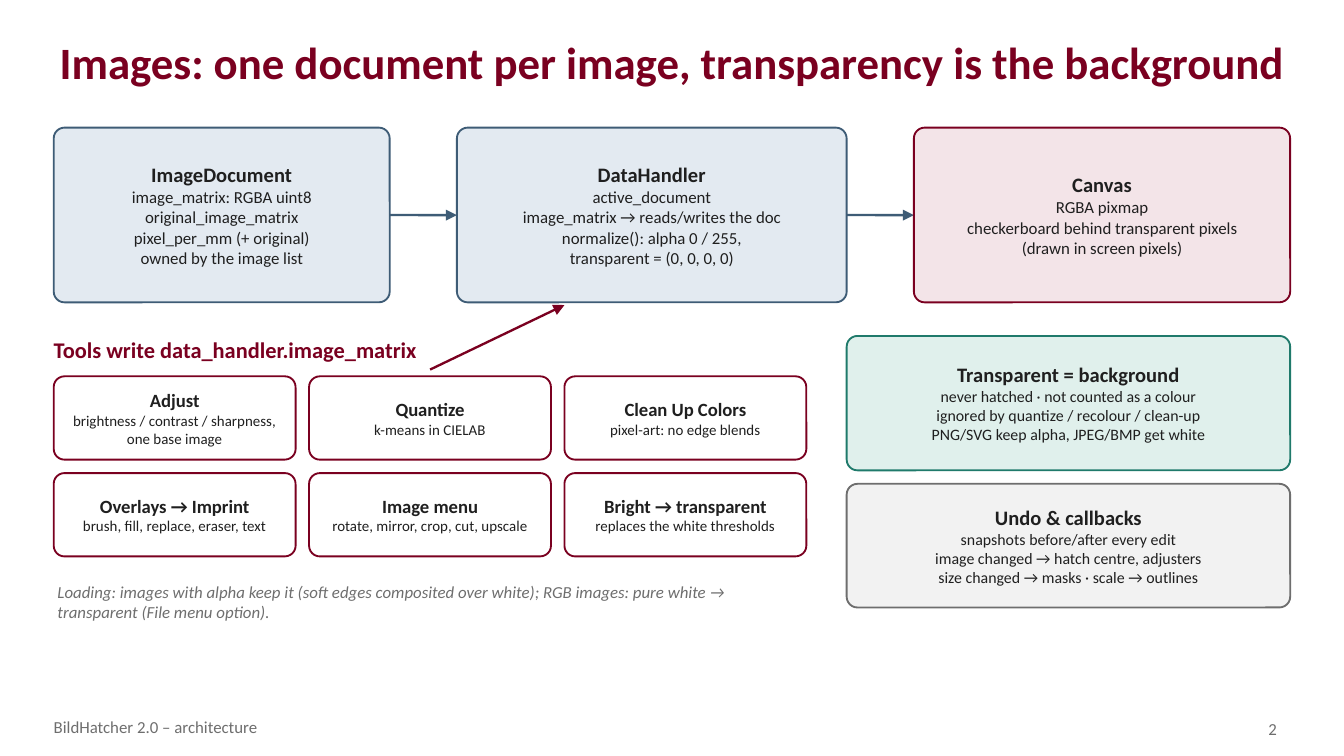
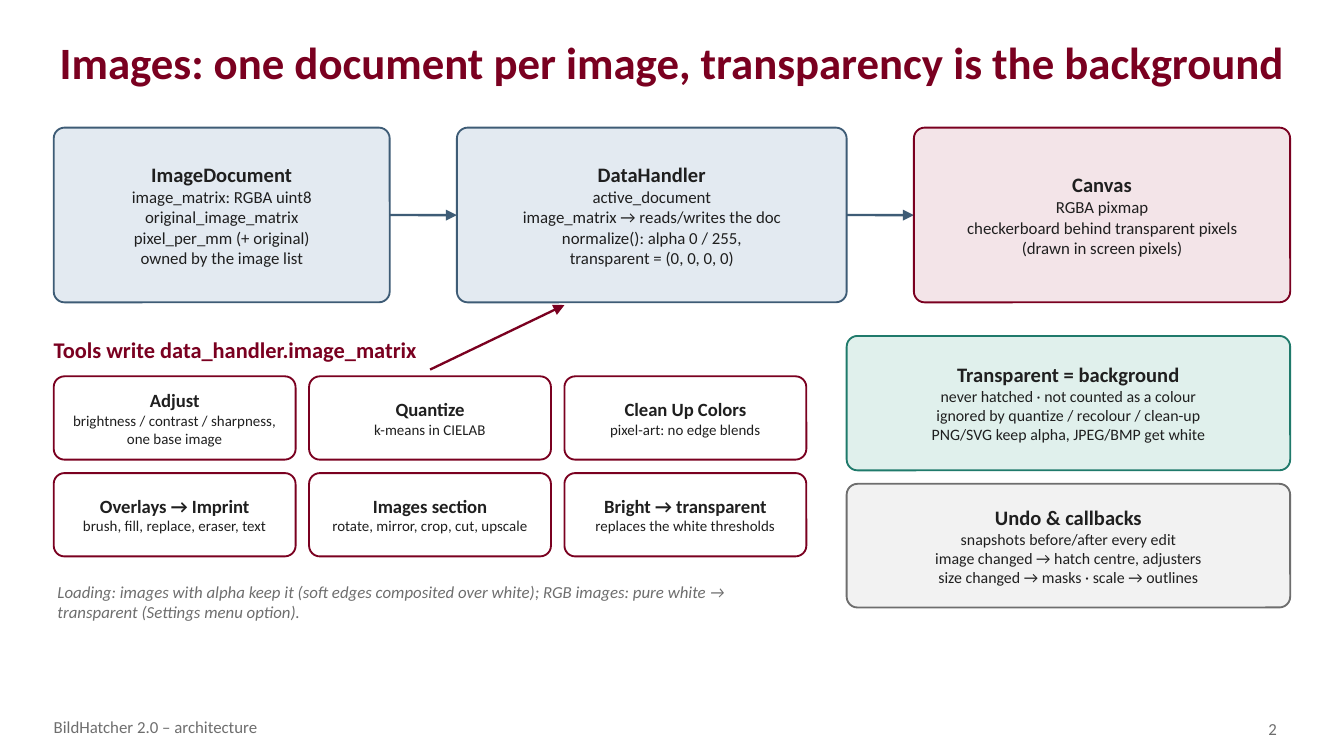
Before and after one commit to goegilein/BildHatcher, a slide deck: slide 2 of Data-Architecture.pptx. Drawn at 1344x756 pixels with LibreOffice and Linux fonts; fonts in the diff are those of the drawing. Boxes give left, top, right and bottom in pixels: in the first picture for what was removed or moved away, otherwise in the second. Text is boxed around its words. In the diff, an @@ line names an element or a change of style, - is before the commit and + after.

```diff
--- a/Data-Architecture.pptx
+++ b/Data-Architecture.pptx
@@ text in rounded rectangle at bbox=[373, 500, 487, 516]: text changed @@
-Image menu
+Images section
@@ text at bbox=[57, 586, 706, 621]: text changed @@
-Loading: images with alpha keep it (soft edges composited over white); RGB images: pure white → transparent (File menu option).
+Loading: images with alpha keep it (soft edges composited over white); RGB images: pure white → transparent (Settings menu option).
```
Also in this commit, not shown: 1 other slide changed, 2 other files.
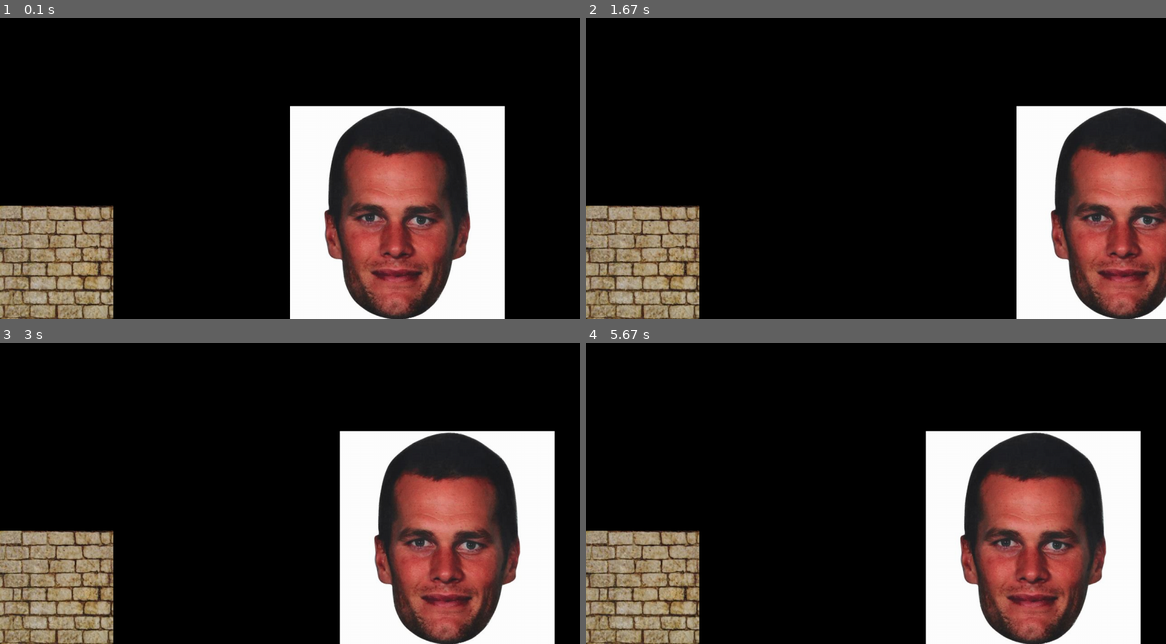
Above: before the commit, frames 1-4 (two rows, left to right).
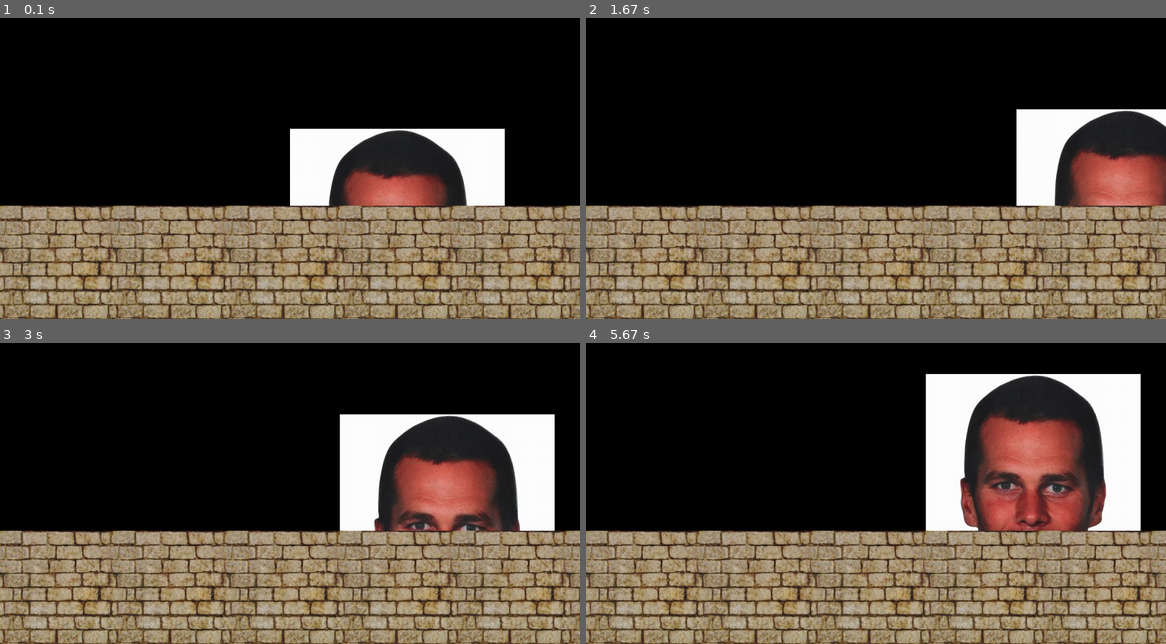
Above: after the commit, the same moments.

Repository: BrianCarducci/pygame-2
Game: pygame game, started from main.py
Same seed, same stepped clock (60 frames per second), same inputs: the game is played once before the commit and once after it.
Inputs:
- Up to frame 1 (0.1 s): no input
- Up to frame 2 (1.67 s): tap Space at 0.33, 0.73, 1.03, 1.23, 1.53 s; hold Right 0.67-1.13 s; hold Right 1.17-1.63 s
- Up to frame 3 (3 s): hold Left 1.67-2.2 s; tap Space at 1.73, 2.03, 2.3, 2.6, 2.73 s; hold Left 2.23-2.63 s; hold Right from 2.67 s (still down)
- Up to frame 4 (5.67 s): tap Space at 3.03, 3.4, 3.7, 3.9, 4.2, 4.4, 4.7, 4.9, 5.2, 5.47 s; release Right at 3.3 s; hold Left 3.33-3.8 s; hold Right 3.83-4.3 s; hold Right 4.33-4.8 s; hold Left 4.83-5.37 s; hold Left from 5.4 s (still down)

The runs differ from the first frame. In frame 1, 36% of the frame differs, in the area x 19-100%, y 29-100%; in frame 2, 31%; in frame 3, 36%; in frame 4, 44%, in the area x 19-100%, y 10-100%.

Commit message:
working on jumping

Diff:
--- a/levels/level1.py
+++ b/levels/level1.py
@@ -8,10 +8,13 @@
     environment_sprite_group = pygame.sprite.Group()
 
     floor_image = pygame.image.load(os.path.join("assets", "sprites", "environment", "floors", "stone_floor.jpg"))
-    floor_1 = Platform(floor_image, 0, window_height - floor_image.get_rect().h, 0)
-    environment_sprite_group.add(floor_1)
+    base_floor_y_loc = window_height - floor_image.get_rect().h
+    floor_x_loc = 0
+    for i in range(20):
+        environment_sprite_group.add(Platform(floor_image, floor_x_loc, base_floor_y_loc, 0))
+        floor_x_loc += floor_image.get_rect().w
 
     player_image = pygame.image.load("assets/sprites/player/123.jpg")
-    player = Player(player_image, window_width/2, window_height - floor_1.rect.y, 10, False, 10, False)
+    player = Player(player_image, window_width/2, 300, 10, False, 200, 200, False)
 
     return player, environment_sprite_group
--- a/main.py
+++ b/main.py
@@ -20,7 +20,7 @@
     pygame.init()
 
     player, environment = setup(WINDOW_WIDTH, WINDOW_HEIGHT)
-    sprite_groups = [environment]
+    # sprite_groups = [environment]
 
     run = True
     while run:
@@ -32,18 +32,19 @@
                 break
             # if event.type == pygame.KEYDOWN:
 
-        draw(window, player, sprite_groups)
+        draw(window, player, environment)
 
     pygame.quit()
 
 
-def draw(window, player, sprite_groups):
+def draw(window, player, sprite_group):
     window.fill((0, 0, 0))
 
-    player.update(window, pygame.key.get_pressed())
+    player.update(window, pygame.key.get_pressed(), sprite_group)
 
-    for sprite_group in sprite_groups:
-        sprite_group.update(window)
+    # for sprite_group in sprite_groups:
+    #     sprite_group.update(window)
+    sprite_group.update(window)
 
     pygame.display.update()
 
--- a/sprites/player/player.py
+++ b/sprites/player/player.py
@@ -3,12 +3,8 @@
 from sprites.environment.platform import Platform
 
 class Player(pygame.sprite.Sprite):
-    collision_side = ""
-    colliding_entity = None
-    collisions = []
 
-
-    def __init__(self, image, x_loc, y_loc, vel, is_jumping, jump_count, is_falling):
+    def __init__(self, image, x_loc, y_loc, vel, is_jumping, base_jump_count, jump_count, is_falling):
         pygame.sprite.Sprite.__init__(self)
         self.image = image
         self.rect = self.image.get_rect()
@@ -16,47 +12,75 @@
         self.rect.y = y_loc
         self.vel = vel
         self.is_jumping = is_jumping
+        self.base_jump_count = base_jump_count
         self.jump_count = jump_count
         self.is_falling = is_falling
 
-    def update(self, window, keys):
-        # if not self.is_jumping and {"collision_side": "bottom", "colliding_entity": Floor} not in self.collisions:
-        #     self.is_falling = True
-        # else:
-        #     self.is_falling = False
-        # if self.is_falling:
-        #     self.rect.y += self.vel
+    def update(self, window, keys, sprite_group):
+        collisions = self.check_collision(sprite_group)
+        if not self.is_jumping and {"collision_side": "bottom", "collided_sprite": Platform} not in collisions:
+            self.is_falling = True
+        else:
+            self.is_falling = False
+        if self.is_falling:
+            self.rect.y += self.vel
+
         if keys[pygame.K_LEFT]:
             self.rect.x -= self.vel
-            # self.x_loc -= self.vel
         if keys[pygame.K_RIGHT]:
             self.rect.x += self.vel
-            # self.x_loc += self.vel
-        if keys[pygame.K_UP]:
-            self.rect.y -= self.vel
-            # self.y_loc -= self.vel
-        if keys[pygame.K_DOWN]:
-            self.rect.y += self.vel
-            # self.y_loc += self.vel
-        # if keys[pygame.K_SPACE]:
-        #     if not self.is_jumping:
-        #         self.jump_count -= 1
-        #         if self.jump_count <=
+
+        if not self.is_jumping and not self.is_falling:
+            if keys[pygame.K_SPACE]:
+                self.is_jumping = True
+        elif not self.is_falling:
+            if self.jump_count <= 0:
+                self.is_falling = True
+                self.is_jumping = False
+                print("huh")
+                self.jump_count = self.base_jump_count
+            else:
+                print("jumping")
+                self.jump_count -= 1
+                self.rect.y -= 1
+
         window.blit(self.image, (self.rect.x, self.rect.y))
 
-    def check_collision(self, sprite):
-        self.collisions = []
-        if self.rect.colliderect(sprite.rect):
-            if self.rect.bottom <= sprite.rect.top + self.vel:
-                self.collision_side = "bottom"
-                print("bottom")
-            elif self.rect.right > sprite.rect.right:
-                self.collision_side = "left"
-            elif self.rect.left - self.vel < sprite.rect.left:
-                self.collision_side = "right"
-            self.collisions.append(
+    def check_collision(self, sprite_group):
+        collisions = []
+
+        collision_side = ""
+
+        collided_sprites = pygame.sprite.spritecollide(self, sprite_group, False)
+
+        for collided_sprite in collided_sprites:
+            if self.rect.bottom >= collided_sprite.rect.top:
+                collision_side = "bottom"
+
+            collisions.append(
                 {
-                    "collision_side": self.collision_side,
-                    "colliding_entity": type(sprite)
+                    "collision_side": collision_side,
+                    "collided_sprite": type(collided_sprite)
                 }
             )
+
+        return collisions
+
+
+
+
+        # self.collisions = []
+        # if self.rect.colliderect(sprite.rect):
+        #     if self.rect.bottom <= sprite.rect.top + self.vel:
+        #         self.collision_side = "bottom"
+        #         print("bottom")
+        #     elif self.rect.right > sprite.rect.right:
+        #         self.collision_side = "left"
+        #     elif self.rect.left - self.vel < sprite.rect.left:
+        #         self.collision_side = "right"
+        #     self.collisions.append(
+        #         {
+        #             "collision_side": self.collision_side,
+        #             "colliding_entity": type(sprite)
+        #         }
+        #     )

## WORK ORDER
Taking the listing above as a whole, count the lines that include the word "bottom" and report the figure only.

## ANSWER SPACE
11